### Stored items
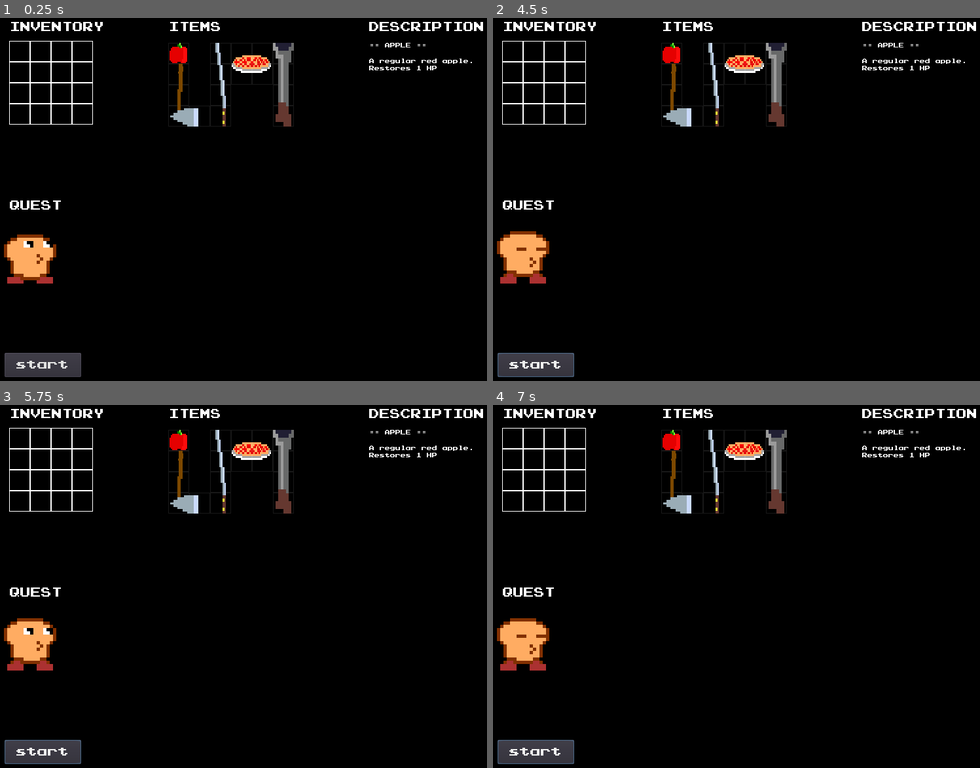
Above: before the commit, frames 1-4 (two rows, left to right).
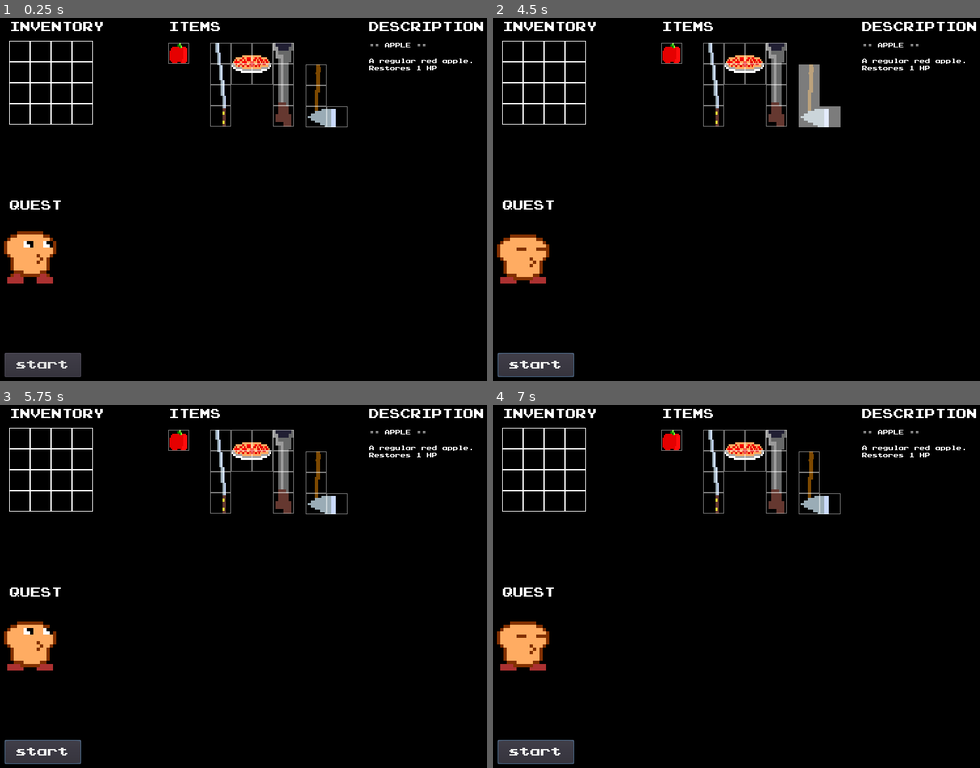
Above: after the commit, the same moments.

Repository: mcerdeira/inventory
Game: Godot game, scene res://scenes/Main.tscn
Two runs of this game, one before a commit and one after it. Both use one fixed random seed, a clock stepped at 60 frames per second and the inputs below.
Inputs (mouse positions are in pixels of both pictures, inside the frame that each line leads up to):
- Up to frame 1 (0.25 s): no input
- Up to frame 2 (4.5 s): click "start" at 0.5 s; click "start" at 1.25 s; click "start" at 2 s; move the mouse to (867, 192) at 2.77 s; click (867, 192) at 2.92 s; drag from (648, 232) to (726, 290) at 3.52 s; tap Enter at 4.25 s; move the mouse to (804, 123) at 4.27 s; click (804, 123) at 4.42 s
- Up to frame 3 (5.75 s): drag from (233, 677) to (102, 539) at 5.02 s
- Up to frame 4 (7 s): move the mouse to (906, 655) at 5.77 s; click (906, 655) at 5.92 s; drag from (595, 539) to (673, 499) at 6.52 s

The runs differ from the first frame. In frame 1, 1.5% of the frame differs, in the area x 0-72%, y 6-73%; in frame 2, 2.1%; in frame 3, 1.5%; in frame 4, 1.5%.

Commit message:
Primera version de tetris trucha

Diff:
--- /dev/null
+++ b/src/scenes/Area2D.gd
@@ -0,0 +1,4 @@
+extends Area2D
+
+func _ready():
+	add_to_group("other_item")
--- /dev/null
+++ b/src/scenes/InventoryArea.gd
@@ -0,0 +1,4 @@
+extends Area2D
+
+func _ready():
+	add_to_group("inventory")
--- a/src/scenes/ItemI.gd
+++ b/src/scenes/ItemI.gd
@@ -1,4 +1,73 @@
 extends Node2D
 export var sprite : Texture
+var original_pos = null
+var in_inventory = false
+var in_invalid = false
+
 func _ready():
+	original_pos = position
 	$Sprite.texture = sprite
+
+func _physics_process(delta):
+	if Global.dragging_obj == self:
+		var list = $Area2D.get_overlapping_areas()
+		var pre_in_invalid = in_invalid
+		in_inventory = false
+		in_invalid = false
+		for l in list:
+			if l.is_in_group("inventory"):
+				in_inventory = true
+
+			if is_in_invalid_area_drop(l):
+				in_invalid = true
+
+		if in_inventory and in_invalid:
+			for _i in self.get_children():
+					if _i.is_in_group("item_slots"):
+						_i.invalid_event()
+
+		if !in_inventory or (in_inventory and !in_invalid and pre_in_invalid):
+			for _i in self.get_children():
+					if _i.is_in_group("item_slots"):
+						_i.select_event()
+
+func _unhandled_input(event):
+	if Global.dragging_obj == self and event is InputEventMouseMotion:
+		position = event.position
+
+func _on_Area2D_input_event(viewport, event, shape_idx):
+	if event is InputEventMouseButton and event.pressed:
+		if event.button_index == BUTTON_LEFT:
+			if Global.dragging_obj == null:
+				for _i in self.get_children():
+					if _i.is_in_group("item_slots"):
+						_i.select_event()
+				Global.dragging_obj = self
+			elif Global.dragging_obj == self:
+				if !in_inventory:
+					Global.dragging_obj = null
+					position = original_pos
+					rotation_degrees = 0
+					for _i in self.get_children():
+						if _i.is_in_group("item_slots"):
+							_i.unselect_event()
+				elif in_inventory and in_invalid:
+					pass
+				else:
+					Global.dragging_obj = null
+					for _i in self.get_children():
+						if _i.is_in_group("item_slots"):
+							_i.unselect_event()
+
+
+		elif Global.dragging_obj == self and event.button_index == BUTTON_RIGHT:
+			rotation_degrees += 90
+
+func is_in_invalid_area_drop(area):
+	return (area.is_in_group("outsiders") or area.is_in_group("other_item"))
+
+func _on_Area2D_area_entered(area):
+	pass
+
+func _on_Area2D_area_exited(area):
+	pass
--- a/src/scenes/ItemI.tscn
+++ b/src/scenes/ItemI.tscn
@@ -1,11 +1,18 @@
-[gd_scene load_steps=4 format=2]
+[gd_scene load_steps=6 format=2]
 
 [ext_resource path="res://scenes/ItemSlot.tscn" type="PackedScene" id=1]
 [ext_resource path="res://sprites/katana_spr_0.png" type="Texture" id=2]
 [ext_resource path="res://scenes/ItemI.gd" type="Script" id=3]
+[ext_resource path="res://scenes/Area2D.gd" type="Script" id=4]
+
+[sub_resource type="RectangleShape2D" id=1]
+extents = Vector2( 15, 64 )
 
 [node name="ItemI" type="Node2D"]
 script = ExtResource( 3 )
+
+[node name="Sprite" type="Sprite" parent="."]
+texture = ExtResource( 2 )
 
 [node name="ItemSlot" parent="." instance=ExtResource( 1 )]
 position = Vector2( 0, -48 )
@@ -19,5 +26,12 @@
 [node name="ItemSlot4" parent="." instance=ExtResource( 1 )]
 position = Vector2( 0, 48 )
 
-[node name="Sprite" type="Sprite" parent="."]
-texture = ExtResource( 2 )
+[node name="Area2D" type="Area2D" parent="."]
+script = ExtResource( 4 )
+
+[node name="CollisionShape2D" type="CollisionShape2D" parent="Area2D"]
+shape = SubResource( 1 )
+
+[connection signal="area_entered" from="Area2D" to="." method="_on_Area2D_area_entered"]
+[connection signal="area_exited" from="Area2D" to="." method="_on_Area2D_area_exited"]
+[connection signal="input_event" from="Area2D" to="." method="_on_Area2D_input_event"]
--- a/src/scenes/ItemL.tscn
+++ b/src/scenes/ItemL.tscn
@@ -1,9 +1,22 @@
-[gd_scene load_steps=3 format=2]
+[gd_scene load_steps=7 format=2]
 
 [ext_resource path="res://scenes/ItemSlot.tscn" type="PackedScene" id=1]
 [ext_resource path="res://sprites/axe_spr_0.png" type="Texture" id=2]
+[ext_resource path="res://scenes/ItemI.gd" type="Script" id=3]
+[ext_resource path="res://scenes/Area2D.gd" type="Script" id=4]
+
+[sub_resource type="RectangleShape2D" id=1]
+extents = Vector2( 15.5, 47 )
+
+[sub_resource type="RectangleShape2D" id=2]
+extents = Vector2( 22, 16 )
 
 [node name="ItemL" type="Node2D"]
+script = ExtResource( 3 )
+
+[node name="Sprite" type="Sprite" parent="."]
+position = Vector2( 16, 0 )
+texture = ExtResource( 2 )
 
 [node name="ItemSlot" parent="." instance=ExtResource( 1 )]
 position = Vector2( 0, -32 )
@@ -16,6 +29,17 @@
 [node name="ItemSlot4" parent="." instance=ExtResource( 1 )]
 position = Vector2( 32, 32 )
 
-[node name="Sprite" type="Sprite" parent="."]
-position = Vector2( 16, 0 )
-texture = ExtResource( 2 )
+[node name="Area2D" type="Area2D" parent="."]
+script = ExtResource( 4 )
+
+[node name="collider" type="CollisionShape2D" parent="Area2D"]
+position = Vector2( 0.5, 0 )
+shape = SubResource( 1 )
+
+[node name="collider2" type="CollisionShape2D" parent="Area2D"]
+position = Vector2( 26, 32 )
+shape = SubResource( 2 )
+
+[connection signal="area_entered" from="Area2D" to="." method="_on_Area2D_area_entered"]
+[connection signal="area_exited" from="Area2D" to="." method="_on_Area2D_area_exited"]
+[connection signal="input_event" from="Area2D" to="." method="_on_Area2D_input_event"]
--- a/src/scenes/ItemO.tscn
+++ b/src/scenes/ItemO.tscn
@@ -1,9 +1,15 @@
-[gd_scene load_steps=3 format=2]
+[gd_scene load_steps=6 format=2]
 
 [ext_resource path="res://scenes/ItemSlot.tscn" type="PackedScene" id=1]
 [ext_resource path="res://sprites/apple_pie_spr_0.png" type="Texture" id=2]
+[ext_resource path="res://scenes/ItemI.gd" type="Script" id=3]
+[ext_resource path="res://scenes/Area2D.gd" type="Script" id=4]
+
+[sub_resource type="RectangleShape2D" id=1]
+extents = Vector2( 32, 32 )
 
 [node name="ItemO" type="Node2D"]
+script = ExtResource( 3 )
 
 [node name="Sprite" type="Sprite" parent="."]
 position = Vector2( 1.90735e-06, 1.90735e-06 )
@@ -20,3 +26,13 @@
 
 [node name="ItemSlot4" parent="." instance=ExtResource( 1 )]
 position = Vector2( 16, 16 )
+
+[node name="Area2D" type="Area2D" parent="."]
+script = ExtResource( 4 )
+
+[node name="CollisionShape2D" type="CollisionShape2D" parent="Area2D"]
+shape = SubResource( 1 )
+
+[connection signal="area_entered" from="Area2D" to="." method="_on_Area2D_area_entered"]
+[connection signal="area_exited" from="Area2D" to="." method="_on_Area2D_area_exited"]
+[connection signal="input_event" from="Area2D" to="." method="_on_Area2D_input_event"]
--- a/src/scenes/ItemSingle.tscn
+++ b/src/scenes/ItemSingle.tscn
@@ -1,11 +1,28 @@
-[gd_scene load_steps=3 format=2]
+[gd_scene load_steps=6 format=2]
 
 [ext_resource path="res://scenes/ItemSlot.tscn" type="PackedScene" id=1]
 [ext_resource path="res://sprites/apple_spr_0.png" type="Texture" id=2]
+[ext_resource path="res://scenes/ItemI.gd" type="Script" id=3]
+[ext_resource path="res://scenes/Area2D.gd" type="Script" id=4]
+
+[sub_resource type="RectangleShape2D" id=1]
+extents = Vector2( 15, 15.5 )
 
 [node name="ItemSingle" type="Node2D"]
+script = ExtResource( 3 )
 
 [node name="Sprite" type="Sprite" parent="."]
 texture = ExtResource( 2 )
 
 [node name="ItemSlot" parent="." instance=ExtResource( 1 )]
+
+[node name="Area2D" type="Area2D" parent="."]
+script = ExtResource( 4 )
+
+[node name="CollisionShape2D" type="CollisionShape2D" parent="Area2D"]
+position = Vector2( 0, 0.5 )
+shape = SubResource( 1 )
+
+[connection signal="area_entered" from="Area2D" to="." method="_on_Area2D_area_entered"]
+[connection signal="area_exited" from="Area2D" to="." method="_on_Area2D_area_exited"]
+[connection signal="input_event" from="Area2D" to="." method="_on_Area2D_input_event"]
--- /dev/null
+++ b/src/scenes/ItemSlot.gd
@@ -0,0 +1,13 @@
+extends Node2D
+
+func _ready():
+	add_to_group("item_slots")
+
+func select_event():
+	$Slot1.animation = "selected"
+
+func unselect_event():
+	$Slot1.animation = "default"
+
+func invalid_event():
+	$Slot1.animation = "invalid"
--- a/src/scenes/ItemSlot.tscn
+++ b/src/scenes/ItemSlot.tscn
@@ -1,9 +1,39 @@
-[gd_scene load_steps=2 format=2]
+[gd_scene load_steps=7 format=2]
 
 [ext_resource path="res://sprites/slot1.png" type="Texture" id=1]
+[ext_resource path="res://sprites/slot0.png" type="Texture" id=2]
+[ext_resource path="res://scenes/ItemSlot.gd" type="Script" id=3]
+[ext_resource path="res://sprites/slot2.png" type="Texture" id=4]
+
+[sub_resource type="SpriteFrames" id=2]
+animations = [ {
+"frames": [ ExtResource( 1 ) ],
+"loop": true,
+"name": "default",
+"speed": 5.0
+}, {
+"frames": [ ExtResource( 4 ) ],
+"loop": true,
+"name": "invalid",
+"speed": 5.0
+}, {
+"frames": [ ExtResource( 2 ) ],
+"loop": true,
+"name": "selected",
+"speed": 5.0
+} ]
+
+[sub_resource type="RectangleShape2D" id=1]
+extents = Vector2( 16, 16 )
 
 [node name="ItemSlot" type="Node2D"]
+modulate = Color( 1, 1, 1, 0.490196 )
+script = ExtResource( 3 )
 
-[node name="Slot1" type="Sprite" parent="."]
-self_modulate = Color( 1, 1, 1, 0.0980392 )
-texture = ExtResource( 1 )
+[node name="Slot1" type="AnimatedSprite" parent="."]
+frames = SubResource( 2 )
+
+[node name="area" type="Area2D" parent="."]
+
+[node name="CollisionShape2D" type="CollisionShape2D" parent="area"]
+shape = SubResource( 1 )
--- a/src/scenes/Main.tscn
+++ b/src/scenes/Main.tscn
@@ -12,6 +12,11 @@
 [ext_resource path="res://scenes/ItemO.tscn" type="PackedScene" id=10]
 [ext_resource path="res://scenes/ItemI.tscn" type="PackedScene" id=11]
 [ext_resource path="res://sprites/gun_spr_0.png" type="Texture" id=12]
+[ext_resource path="res://sprites/apple_spr_0.png" type="Texture" id=13]
+[ext_resource path="res://sprites/axe_spr_0.png" type="Texture" id=14]
+[ext_resource path="res://sprites/apple_pie_spr_0.png" type="Texture" id=15]
+[ext_resource path="res://scenes/OutSide.gd" type="Script" id=16]
+[ext_resource path="res://scenes/InventoryArea.gd" type="Script" id=17]
 
 [sub_resource type="DynamicFont" id=1]
 font_data = ExtResource( 1 )
@@ -48,88 +53,104 @@
 size = 8
 font_data = ExtResource( 1 )
 
+[sub_resource type="RectangleShape2D" id=9]
+extents = Vector2( 113.5, 10 )
+
+[sub_resource type="RectangleShape2D" id=10]
+extents = Vector2( 96.25, 10 )
+
+[sub_resource type="RectangleShape2D" id=11]
+extents = Vector2( 27.5, 92 )
+
+[sub_resource type="RectangleShape2D" id=12]
+extents = Vector2( 30.5, 86.5 )
+
+[sub_resource type="RectangleShape2D" id=13]
+extents = Vector2( 64, 64 )
+
 [node name="Main" type="Node2D"]
 
-[node name="Inventory" type="Node2D" parent="."]
-position = Vector2( 19, 11 )
-
-[node name="Slot" parent="Inventory" instance=ExtResource( 2 )]
-position = Vector2( 15, 45 )
-
-[node name="Slot2" parent="Inventory" instance=ExtResource( 2 )]
-position = Vector2( 47, 45 )
-
-[node name="Slot3" parent="Inventory" instance=ExtResource( 2 )]
-position = Vector2( 79, 45 )
-
-[node name="Slot4" parent="Inventory" instance=ExtResource( 2 )]
-position = Vector2( 111, 45 )
-
-[node name="Slot5" parent="Inventory" instance=ExtResource( 2 )]
-position = Vector2( 15, 77 )
-
-[node name="Slot6" parent="Inventory" instance=ExtResource( 2 )]
-position = Vector2( 47, 77 )
-
-[node name="Slot7" parent="Inventory" instance=ExtResource( 2 )]
-position = Vector2( 79, 77 )
-
-[node name="Slot8" parent="Inventory" instance=ExtResource( 2 )]
-position = Vector2( 111, 77 )
-
-[node name="Slot9" parent="Inventory" instance=ExtResource( 2 )]
-position = Vector2( 15, 109 )
-
-[node name="Slot10" parent="Inventory" instance=ExtResource( 2 )]
-position = Vector2( 47, 109 )
-
-[node name="Slot11" parent="Inventory" instance=ExtResource( 2 )]
-position = Vector2( 79, 109 )
-
-[node name="Slot12" parent="Inventory" instance=ExtResource( 2 )]
-position = Vector2( 111, 109 )
-
-[node name="Slot13" parent="Inventory" instance=ExtResource( 2 )]
-position = Vector2( 15, 141 )
-
-[node name="Slot14" parent="Inventory" instance=ExtResource( 2 )]
-position = Vector2( 47, 141 )
-
-[node name="Slot15" parent="Inventory" instance=ExtResource( 2 )]
-position = Vector2( 79, 141 )
-
-[node name="Slot16" parent="Inventory" instance=ExtResource( 2 )]
-position = Vector2( 111, 141 )
-
-[node name="lbl_title" type="Label" parent="Inventory"]
-margin_right = 40.0
-margin_bottom = 14.0
+[node name="Slot" parent="." instance=ExtResource( 2 )]
+position = Vector2( 34, 56 )
+
+[node name="Slot2" parent="." instance=ExtResource( 2 )]
+position = Vector2( 66, 56 )
+
+[node name="Slot3" parent="." instance=ExtResource( 2 )]
+position = Vector2( 98, 56 )
+
+[node name="Slot4" parent="." instance=ExtResource( 2 )]
+position = Vector2( 130, 56 )
+
+[node name="Slot5" parent="." instance=ExtResource( 2 )]
+position = Vector2( 34, 88 )
+
+[node name="Slot6" parent="." instance=ExtResource( 2 )]
+position = Vector2( 66, 88 )
+
+[node name="Slot7" parent="." instance=ExtResource( 2 )]
+position = Vector2( 98, 88 )
+
+[node name="Slot8" parent="." instance=ExtResource( 2 )]
+position = Vector2( 130, 88 )
+
+[node name="Slot9" parent="." instance=ExtResource( 2 )]
+position = Vector2( 34, 120 )
+
+[node name="Slot10" parent="." instance=ExtResource( 2 )]
+position = Vector2( 66, 120 )
+
+[node name="Slot11" parent="." instance=ExtResource( 2 )]
+position = Vector2( 98, 120 )
+
+[node name="Slot12" parent="." instance=ExtResource( 2 )]
+position = Vector2( 130, 120 )
+
+[node name="Slot13" parent="." instance=ExtResource( 2 )]
+position = Vector2( 34, 152 )
+
+[node name="Slot14" parent="." instance=ExtResource( 2 )]
+position = Vector2( 66, 152 )
+
+[node name="Slot15" parent="." instance=ExtResource( 2 )]
+position = Vector2( 98, 152 )
+
+[node name="Slot16" parent="." instance=ExtResource( 2 )]
+position = Vector2( 130, 152 )
+
+[node name="lbl_title2" type="Label" parent="."]
+margin_left = 19.0
+margin_top = 11.0
+margin_right = 163.0
+margin_bottom = 27.0
 custom_fonts/font = SubResource( 1 )
 text = "INVENTORY"
 
-[node name="Items" type="Node2D" parent="."]
-position = Vector2( 262, 11 )
-
-[node name="ItemSingle" parent="Items" instance=ExtResource( 3 )]
-position = Vector2( 15, 48 )
-
-[node name="ItemL" parent="Items" instance=ExtResource( 5 )]
-position = Vector2( 15, 112 )
-
-[node name="ItemI" parent="Items" instance=ExtResource( 11 )]
-position = Vector2( 79, 96 )
+[node name="ItemSingle" parent="." instance=ExtResource( 3 )]
+position = Vector2( 277, 59 )
+sprite = ExtResource( 13 )
+
+[node name="ItemL" parent="." instance=ExtResource( 5 )]
+position = Vector2( 487, 124 )
+sprite = ExtResource( 14 )
+
+[node name="ItemI" parent="." instance=ExtResource( 11 )]
+position = Vector2( 341, 107 )
 sprite = ExtResource( 4 )
 
-[node name="ItemI2" parent="Items" instance=ExtResource( 11 )]
-position = Vector2( 175, 96 )
+[node name="ItemI2" parent="." instance=ExtResource( 11 )]
+position = Vector2( 437, 107 )
 sprite = ExtResource( 12 )
 
-[node name="ItemO" parent="Items" instance=ExtResource( 10 )]
-position = Vector2( 127, 64 )
-
-[node name="lbl_title" type="Label" parent="Items"]
-margin_right = 40.0
-margin_bottom = 14.0
+[node name="ItemO" parent="." instance=ExtResource( 10 )]
+position = Vector2( 389, 75 )
+sprite = ExtResource( 15 )
+
+[node name="lbl_title" type="Label" parent="."]
+margin_left = 262.0
+margin_top = 11.0
+margin_right = 342.0
+margin_bottom = 27.0
 custom_fonts/font = SubResource( 3 )
 text = "ITEMS"
 
@@ -156,6 +177,7 @@
 
 [node name="player" type="AnimatedSprite" parent="Quest/player"]
 frames = SubResource( 5 )
+frame = 1
 playing = true
 
 [node name="eyes" type="AnimatedSprite" parent="Quest/player"]
@@ -188,3 +210,30 @@
 text = "A regular red apple.
 Restores 1 HP"
 autowrap = true
+
+[node name="OutSide" type="Area2D" parent="."]
+position = Vector2( 68, 30 )
+script = ExtResource( 16 )
+
+[node name="CollisionShape2D" type="CollisionShape2D" parent="OutSide"]
+position = Vector2( 24.5, -15 )
+shape = SubResource( 9 )
+
+[node name="CollisionShape2D2" type="CollisionShape2D" parent="OutSide"]
+position = Vector2( 20.75, 168 )
+shape = SubResource( 10 )
+
+[node name="CollisionShape2D3" type="CollisionShape2D" parent="OutSide"]
+position = Vector2( 130, 72 )
+shape = SubResource( 11 )
+
+[node name="CollisionShape2D4" type="CollisionShape2D" parent="OutSide"]
+position = Vector2( -105, 76 )
+shape = SubResource( 12 )
+
+[node name="InventoryArea" type="Area2D" parent="."]
+script = ExtResource( 17 )
+
+[node name="CollisionShape2D" type="CollisionShape2D" parent="InventoryArea"]
+position = Vector2( 82, 104 )
+shape = SubResource( 13 )
--- /dev/null
+++ b/src/scenes/OutSide.gd
@@ -0,0 +1,4 @@
+extends Area2D
+
+func _ready():
+	add_to_group("outsiders")
--- /dev/null
+++ b/src/scenes/OutSide.tscn
@@ -0,0 +1,14 @@
+[gd_scene load_steps=3 format=2]
+
+[ext_resource path="res://scenes/OutSide.gd" type="Script" id=1]
+
+[sub_resource type="RectangleShape2D" id=9]
+extents = Vector2( 66.5, 10 )
+
+[node name="OutSide" type="Area2D"]
+position = Vector2( 68, 30 )
+script = ExtResource( 1 )
+
+[node name="CollisionShape2D" type="CollisionShape2D" parent="."]
+position = Vector2( 15.5, 0 )
+shape = SubResource( 9 )
--- /dev/null
+++ b/src/scenes/Slot.gd
@@ -0,0 +1,22 @@
+extends Area2D
+var occ = false
+
+func _physics_process(delta):
+	occ = false
+	var list = get_overlapping_areas()
+	for l in list:
+		if l.is_in_group("other_item"):
+			occ = true
+			break
+
+	var slot = get_parent().get_node("Slot1")
+	if occ:
+		slot.animation = "occuppied"
+	else:
+		slot.animation = "default"
+
+func _on_area_area_entered(area):
+	pass
+
+func _on_area_area_exited(area):
+	pass
--- a/src/scenes/Slot.tscn
+++ b/src/scenes/Slot.tscn
@@ -1,8 +1,35 @@
-[gd_scene load_steps=2 format=2]
+[gd_scene load_steps=6 format=2]
 
 [ext_resource path="res://sprites/slot1.png" type="Texture" id=1]
+[ext_resource path="res://scenes/Slot.gd" type="Script" id=2]
+[ext_resource path="res://sprites/slot3.png" type="Texture" id=3]
+
+[sub_resource type="SpriteFrames" id=2]
+animations = [ {
+"frames": [ ExtResource( 1 ) ],
+"loop": true,
+"name": "default",
+"speed": 5.0
+}, {
+"frames": [ ExtResource( 3 ) ],
+"loop": true,
+"name": "occuppied",
+"speed": 5.0
+} ]
+
+[sub_resource type="RectangleShape2D" id=1]
+extents = Vector2( 15, 15 )
 
 [node name="Slot" type="Node2D"]
 
-[node name="Slot1" type="Sprite" parent="."]
-texture = ExtResource( 1 )
+[node name="Slot1" type="AnimatedSprite" parent="."]
+frames = SubResource( 2 )
+
+[node name="area" type="Area2D" parent="."]
+script = ExtResource( 2 )
+
+[node name="collider" type="CollisionShape2D" parent="area"]
+shape = SubResource( 1 )
+
+[connection signal="area_entered" from="area" to="." method="_on_area_area_entered"]
+[connection signal="area_exited" from="area" to="." method="_on_area_area_exited"]
--- a/src/scripts/Global.gd
+++ b/src/scripts/Global.gd
@@ -1,16 +1,2 @@
 extends Node
-
-
-# Declare member variables here. Examples:
-# var a = 2
-# var b = "text"
-
-
-# Called when the node enters the scene tree for the first time.
-func _ready():
-	pass # Replace with function body.
-
-
-# Called every frame. 'delta' is the elapsed time since the previous frame.
-#func _process(delta):
-#	pass
+var dragging_obj = null
Not shown, removed: src/art_vault/audio/bubbles_snd.wav.import
Not shown: 1 places in src/scenes/Main.tscn that only renumber resources
Binary file added: src/sprites/slot0.png
Not shown, added: src/sprites/slot0.png.import
Binary file added: src/sprites/slot2.png
Not shown, added: src/sprites/slot2.png.import
Binary file added: src/sprites/slot3.png
Not shown, added: src/sprites/slot3.png.import
Not shown, changed: src/art_vault/audio/bubbles_snd.wav

### What is required
Search the records for the string "ItemSingle", and copy every line that holds it.

### Your solution
--- a/src/scenes/ItemSingle.tscn
+++ b/src/scenes/ItemSingle.tscn
 [node name="ItemSingle" type="Node2D"]
-[node name="ItemSingle" parent="Items" instance=ExtResource( 3 )]
+[node name="ItemSingle" parent="." instance=ExtResource( 3 )]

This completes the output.